電話のマナー


何と言っても電話の応対の如何により、会社の品性が印象付けられるのは真実です。そこで会社の品格を保つ為にも、全ての社員が正確な敬語で応対できる様になっておく必要があります。

それでは只今より、電話のマナーについて御紹介をして参りましょう。

先ず大切な項目は、呼び出し音が鳴ったら、即座に受話器を取るという事です。ところが電話に出られる人が複数存在すると、「私が出ても良いのか?」と遠慮する傾向があります。まして新入社員の場合、電話を受ける様にとの指示を得て、名乗る社名を正確に把握してからでなければ、自宅の様に自己判断で電話に出るのは御法度です。


然しながらお客様をお待たせする事は、会社の品格の低下に直結しますし、同僚に与える印象も決して良くはありません。そこで最低でも3回目のコール以内には、電話に出る様に心掛けて下さい。

次に大切な項目が、電話での第一声の好感度です。特に電話の場合、相手の顔が見えませんから、どんなに笑顔で応対したところで、消え入る様な声では相手の耳に届きません。だからと言って、聞こえよがしの大声では、これ又割れた声が聞き苦しいものです。この様にいずれにしても、聞き取りにくい電話は、会社にとって負のイメージでしか有り得ないのです。

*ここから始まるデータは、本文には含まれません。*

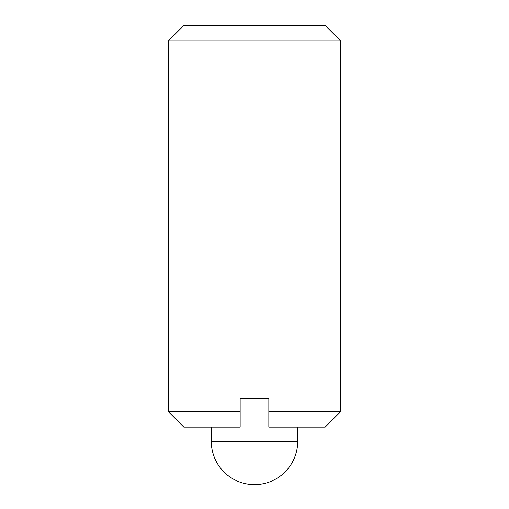 <?xml version="1.0" encoding="UTF-8"?>
<svg xmlns="http://www.w3.org/2000/svg" width="509" height="509" viewBox="0 0 509 509"><rect width="100%" height="100%" fill="white"/><g stroke="black" fill="none" stroke-linecap="round" stroke-linejoin="round"><path stroke-width="0.76" d="M340.572 40.847L325.168 25.45L183.832 25.45L168.428 40.847L340.572 40.847L340.572 411.711L268.847 411.711L268.847 427.108L325.168 427.108L340.572 411.711M168.428 411.711L183.832 427.108L240.153 427.108L240.153 411.711L168.428 411.711L168.428 40.847M240.153 411.711L240.153 398.42L268.847 398.42L268.847 411.711M211.324 441.456A43.176 43.176 0 0 0 254.5 484.632A43.176 43.176 0 0 0 297.676 441.456L211.324 441.456L211.324 427.108M297.676 441.456L297.676 427.108"/></g></svg>
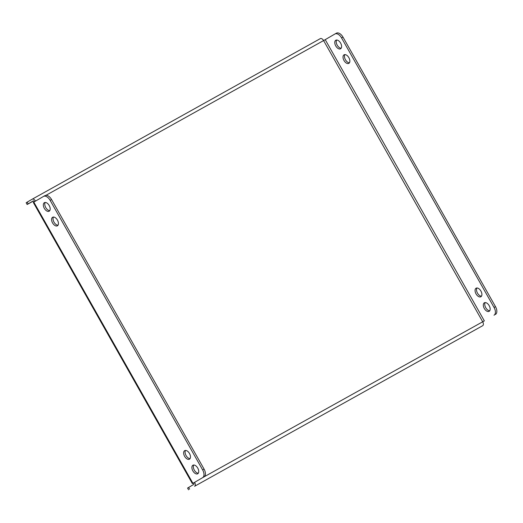 <?xml version="1.0" encoding="UTF-8"?>
<svg xmlns="http://www.w3.org/2000/svg" width="523" height="523" viewBox="0 0 523 523"><rect width="100%" height="100%" fill="white"/><g stroke="black" fill="none" stroke-linecap="round" stroke-linejoin="round"><path stroke-width="0.78" d="M335.753 45.932A4.897 2.818 -119.1 0 0 340.571 48.789A4.897 2.818 -119.1 0 0 340.623 43.095A4.897 2.818 -119.1 0 0 335.805 40.238A4.897 2.818 -119.1 0 0 335.753 45.932M336.629 40.023A4.897 2.818 -119.1 0 0 337.185 45.135A4.897 2.818 -119.1 0 0 341.186 48.201M344.003 60.518A4.897 2.818 -119.1 0 0 348.821 63.375A4.897 2.818 -119.1 0 0 348.88 57.68A4.897 2.818 -119.1 0 0 344.056 54.823A4.897 2.818 -119.1 0 0 344.003 60.518M344.879 54.608A4.897 2.818 -119.1 0 0 345.442 59.72A4.897 2.818 -119.1 0 0 349.436 62.786M476.048 293.9A4.897 2.818 -119.1 0 0 480.866 296.757A4.897 2.818 -119.1 0 0 480.918 291.063A4.897 2.818 -119.1 0 0 476.1 288.206A4.897 2.818 -119.1 0 0 476.048 293.9M476.924 287.99A4.897 2.818 -119.1 0 0 477.479 293.102A4.897 2.818 -119.1 0 0 481.48 296.175M484.298 308.492A4.897 2.818 -119.1 0 0 489.116 311.342A4.897 2.818 -119.1 0 0 489.175 305.648A4.897 2.818 -119.1 0 0 484.35 302.797A4.897 2.818 -119.1 0 0 484.298 308.492M485.174 302.582A4.897 2.818 -119.1 0 0 485.736 307.687A4.897 2.818 -119.1 0 0 489.731 310.76M44.324 208.363A4.897 2.818 -119.1 0 0 49.149 211.22A4.897 2.818 -119.1 0 0 49.201 205.526A4.897 2.818 -119.1 0 0 44.383 202.669A4.897 2.818 -119.1 0 0 44.324 208.363M49.757 210.632A4.897 2.818 60.9 0 1 45.763 207.566A4.897 2.818 60.9 0 1 45.2 202.453M52.581 222.955A4.897 2.818 -119.1 0 0 57.399 225.805A4.897 2.818 -119.1 0 0 57.452 220.111A4.897 2.818 -119.1 0 0 52.633 217.254A4.897 2.818 -119.1 0 0 52.581 222.955M58.014 225.223A4.897 2.818 60.9 0 1 54.013 222.151A4.897 2.818 60.9 0 1 53.457 217.045M184.619 456.337A4.897 2.818 -119.1 0 0 189.437 459.187A4.897 2.818 -119.1 0 0 189.496 453.493A4.897 2.818 -119.1 0 0 184.678 450.643A4.897 2.818 -119.1 0 0 184.619 456.337M190.052 458.606A4.897 2.818 60.9 0 1 186.057 455.533A4.897 2.818 60.9 0 1 185.495 450.427M192.876 470.922A4.897 2.818 -119.1 0 0 197.694 473.779A4.897 2.818 -119.1 0 0 197.746 468.078A4.897 2.818 -119.1 0 0 192.928 465.228A4.897 2.818 -119.1 0 0 192.876 470.922M198.309 473.191A4.897 2.818 60.9 0 1 194.308 470.125A4.897 2.818 60.9 0 1 193.745 465.012M202.63 469.889L50.123 200.329A6.701 3.864 -119.1 0 0 43.52 196.419A6.701 3.864 -119.1 0 0 43.487 196.445L33.276 202.401L192.386 483.631L202.597 477.669A6.701 3.864 -119.1 0 0 202.63 469.889L204.068 469.092A6.701 3.864 60.9 0 1 204.029 476.871L484.337 320.88L325.228 39.656L45.946 195.334M192.386 483.631L194.634 482.369A3.354 1.935 -119.1 0 1 194.621 486.259L482.696 325.692A3.354 1.935 60.9 0 0 482.716 321.802L484.337 320.88M325.228 39.656L334.91 34.008A6.701 3.864 -119.1 0 1 334.949 33.988A6.701 3.864 -119.1 0 1 341.552 37.898L494.058 307.459L495.497 306.655A6.701 3.864 60.9 0 1 495.458 314.434M334.988 33.969L336.348 33.211A6.701 3.864 60.9 0 1 336.381 33.191A6.701 3.864 60.9 0 1 342.983 37.1L495.497 306.655M494.019 315.238A6.701 3.864 -119.1 0 0 494.058 307.459M204.068 469.092L51.561 199.531L50.123 200.329M43.559 196.4L44.919 195.641A6.701 3.864 60.9 0 1 44.958 195.622A6.701 3.864 60.9 0 1 51.561 199.531M34.498 201.682A1.34 0.771 -119.1 0 0 33.204 200.943A1.34 0.771 -119.1 0 0 33.197 200.95L33.211 200.937M35.499 201.094A3.354 1.935 -119.1 0 0 32.223 199.185A3.354 1.935 -119.1 0 0 32.21 199.198L27.203 202.113L28.19 203.865L33.197 200.95M32.243 199.178L320.285 38.63A3.354 1.935 60.9 0 1 320.305 38.624A3.354 1.935 60.9 0 1 323.606 40.578L482.716 321.802M28.19 203.865L27.137 204.5L26.15 202.747L27.203 202.113M27.137 204.5L33.635 200.917M188.561 489.809L187.574 488.064L193.628 484.507A1.34 0.771 -119.1 0 0 193.634 482.951M342.983 37.1L341.552 37.898M192.915 483.311L33.805 202.087M204.029 476.871L202.597 477.669M194.621 486.259L482.696 325.692M188.62 487.429L189.614 489.175M32.223 199.185L320.305 38.624M336.381 33.191L334.949 33.988M43.52 196.419L44.958 195.622"/></g></svg>

そこで意識的に、普段よりも少々高めの明るい声、明瞭な発音を心掛けて下さい。

最後に大切な項目が、緊張感の維持です。とかく電話では姿は見えないからと、気持ちが緩む傾向があります。こんな時、相手に見えないのを良い事に、脚を組んだり椅子にもたれかかったり、横柄な怠慢な姿勢で応答すると、相手にはこの気の緩みが露骨に伝わってしまうのです。そこで姿勢を正して椅子に腰掛けて、にこやかな凛々しい爽やかな電話応対が出来る様に、常に緊張して頂きたいものです。

特に初めて電話をかけて来られるお客さまにとっては、最初の電話で会社の印象が決定付けられてしまいます。ここでの話し方の良し悪しで、会社の印象が良くも悪くもなるのです。そこで全員がマナーを守った電話応対が出来る様、社員の教育が必要不可欠に違いありません。

 因みに職場では上下関係は絶対ですから、どんなに部下の方が能力が高くて部下の方に正義があっても、上司が「そんな電話応対では駄目だ。」と言えば、上司の判断が正しい事になるのです。そこで会社では、上司の視点に立って自分を図る能力が、必要なのに違いありません。